Work to be completed.
State how many lines of the records below contain the word "wide", giving the number and nothing else.

(Supplied information begins)

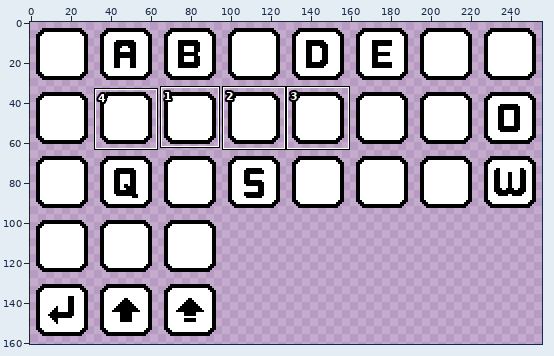
Two states of a pixel-art file, Media/Images/UI/keyhint_pc.aseprite. Above: a wide view before the commit, with the close-up outlined.
Close-up. Before:
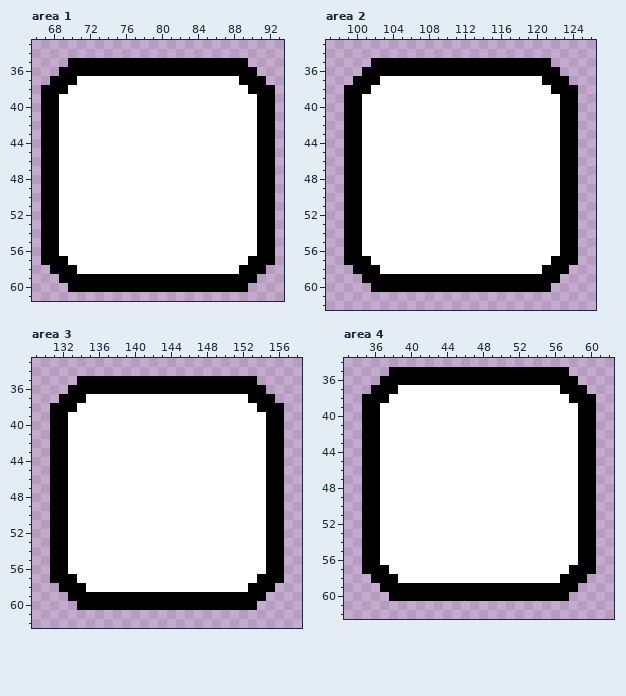
256x256 pixels, 1 frame. Shown: area 1: x 66..93, y 33..61; area 2: x 97..126, y 33..62; area 3: x 129..158, y 33..62; area 4: x 33..62, y 34..62. The wide view leaves out empty margins. The commit also changed other parts of the picture, which this record leaves out.
New version:
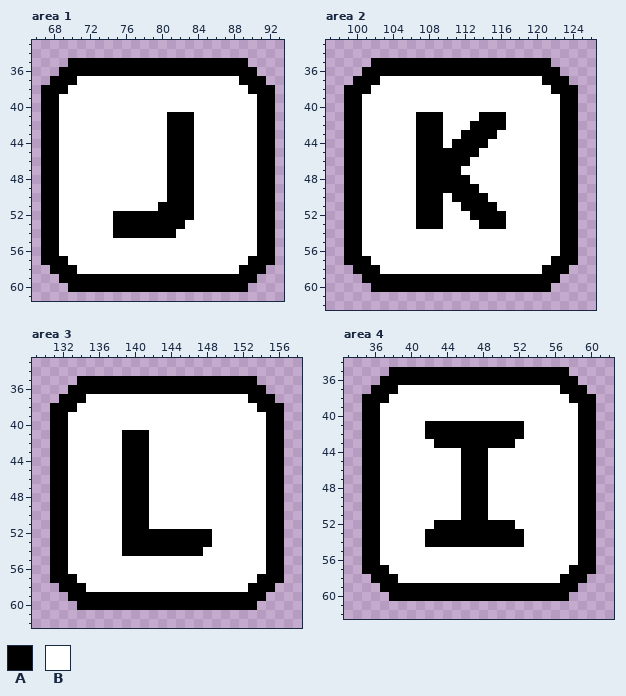
Palette (. is transparent): A #000000  B #ffffff
Edits made:
--- area 1
@@ x 73..85 @@
 40 BBBBBBBBBBBBB
-41 BBBBBBBBBBBBB
-42 BBBBBBBBBBBBB
-43 BBBBBBBBBBBBB
-44 BBBBBBBBBBBBB
-45 BBBBBBBBBBBBB
-46 BBBBBBBBBBBBB
-47 BBBBBBBBBBBBB
-48 BBBBBBBBBBBBB
-49 BBBBBBBBBBBBB
-50 BBBBBBBBBBBBB
-51 BBBBBBBBBBBBB
-52 BBBBBBBBBBBBB
-53 BBBBBBBBBBBBB
-54 BBBBBBBBBBBBB
+41 BBBBBBBBAAABB
+42 BBBBBBBBAAABB
+43 BBBBBBBBAAABB
+44 BBBBBBBBAAABB
+45 BBBBBBBBAAABB
+46 BBBBBBBBAAABB
+47 BBBBBBBBAAABB
+48 BBBBBBBBAAABB
+49 BBBBBBBBAAABB
+50 BBBBBBBBAAABB
+51 BBBBBBBAAAABB
+52 BBAAAAAAAAABB
+53 BBAAAAAAAABBB
+54 BBAAAAAAABBBB
 55 BBBBBBBBBBBBB
--- area 2
@@ x 105..118 @@
 40 BBBBBBBBBBBBBB
-41 BBBBBBBBBBBBBB
-42 BBBBBBBBBBBBBB
-43 BBBBBBBBBBBBBB
-44 BBBBBBBBBBBBBB
-45 BBBBBBBBBBBBBB
-46 BBBBBBBBBBBBBB
-47 BBBBBBBBBBBBBB
-48 BBBBBBBBBBBBBB
-49 BBBBBBBBBBBBBB
-50 BBBBBBBBBBBBBB
-51 BBBBBBBBBBBBBB
-52 BBBBBBBBBBBBBB
-53 BBBBBBBBBBBBBB
+41 BBAAABBBBAAABB
+42 BBAAABBBAAAABB
+43 BBAAABBAAAABBB
+44 BBAAABAAAABBBB
+45 BBAAAAAAABBBBB
+46 BBAAAAAABBBBBB
+47 BBAAAAABBBBBBB
+48 BBAAAAAABBBBBB
+49 BBAAAAAAABBBBB
+50 BBAAABAAAABBBB
+51 BBAAABBAAAABBB
+52 BBAAABBBAAAABB
+53 BBAAABBBBAAABB
 54 BBBBBBBBBBBBBB
--- area 3
@@ x 137..150 @@
 40 BBBBBBBBBBBBBB
-41 BBBBBBBBBBBBBB
-42 BBBBBBBBBBBBBB
-43 BBBBBBBBBBBBBB
-44 BBBBBBBBBBBBBB
-45 BBBBBBBBBBBBBB
-46 BBBBBBBBBBBBBB
-47 BBBBBBBBBBBBBB
-48 BBBBBBBBBBBBBB
-49 BBBBBBBBBBBBBB
-50 BBBBBBBBBBBBBB
-51 BBBBBBBBBBBBBB
-52 BBBBBBBBBBBBBB
-53 BBBBBBBBBBBBBB
-54 BBBBBBBBBBBBBB
+41 BBAAABBBBBBBBB
+42 BBAAABBBBBBBBB
+43 BBAAABBBBBBBBB
+44 BBAAABBBBBBBBB
+45 BBAAABBBBBBBBB
+46 BBAAABBBBBBBBB
+47 BBAAABBBBBBBBB
+48 BBAAABBBBBBBBB
+49 BBAAABBBBBBBBB
+50 BBAAABBBBBBBBB
+51 BBAAABBBBBBBBB
+52 BBAAAAAAAAAABB
+53 BBAAAAAAAAAABB
+54 BBAAAAAAAAABBB
 55 BBBBBBBBBBBBBB
--- area 4
@@ x 40..54 @@
 40 BBBBBBBBBBBBBBB
-41 BBBBBBBBBBBBBBB
-42 BBBBBBBBBBBBBBB
-43 BBBBBBBBBBBBBBB
-44 BBBBBBBBBBBBBBB
-45 BBBBBBBBBBBBBBB
-46 BBBBBBBBBBBBBBB
-47 BBBBBBBBBBBBBBB
-48 BBBBBBBBBBBBBBB
-49 BBBBBBBBBBBBBBB
-50 BBBBBBBBBBBBBBB
-51 BBBBBBBBBBBBBBB
-52 BBBBBBBBBBBBBBB
-53 BBBBBBBBBBBBBBB
-54 BBBBBBBBBBBBBBB
+41 BBAAAAAAAAAAABB
+42 BBAAAAAAAAAAABB
+43 BBBAAAAAAAAABBB
+44 BBBBBBAAABBBBBB
+45 BBBBBBAAABBBBBB
+46 BBBBBBAAABBBBBB
+47 BBBBBBAAABBBBBB
+48 BBBBBBAAABBBBBB
+49 BBBBBBAAABBBBBB
+50 BBBBBBAAABBBBBB
+51 BBBBBBAAABBBBBB
+52 BBBAAAAAAAAABBB
+53 BBAAAAAAAAAAABB
+54 BBAAAAAAAAAAABB
 55 BBBBBBBBBBBBBBB
Boxes around the changes in both close-ups, in picture pixels (x1, y1, x2, y2):
changed: (113, 112, 194, 238)
changed: (416, 112, 506, 229)
changed: (122, 430, 212, 556)
changed: (425, 421, 524, 547)

(Supplied information ends)

Task answer.
2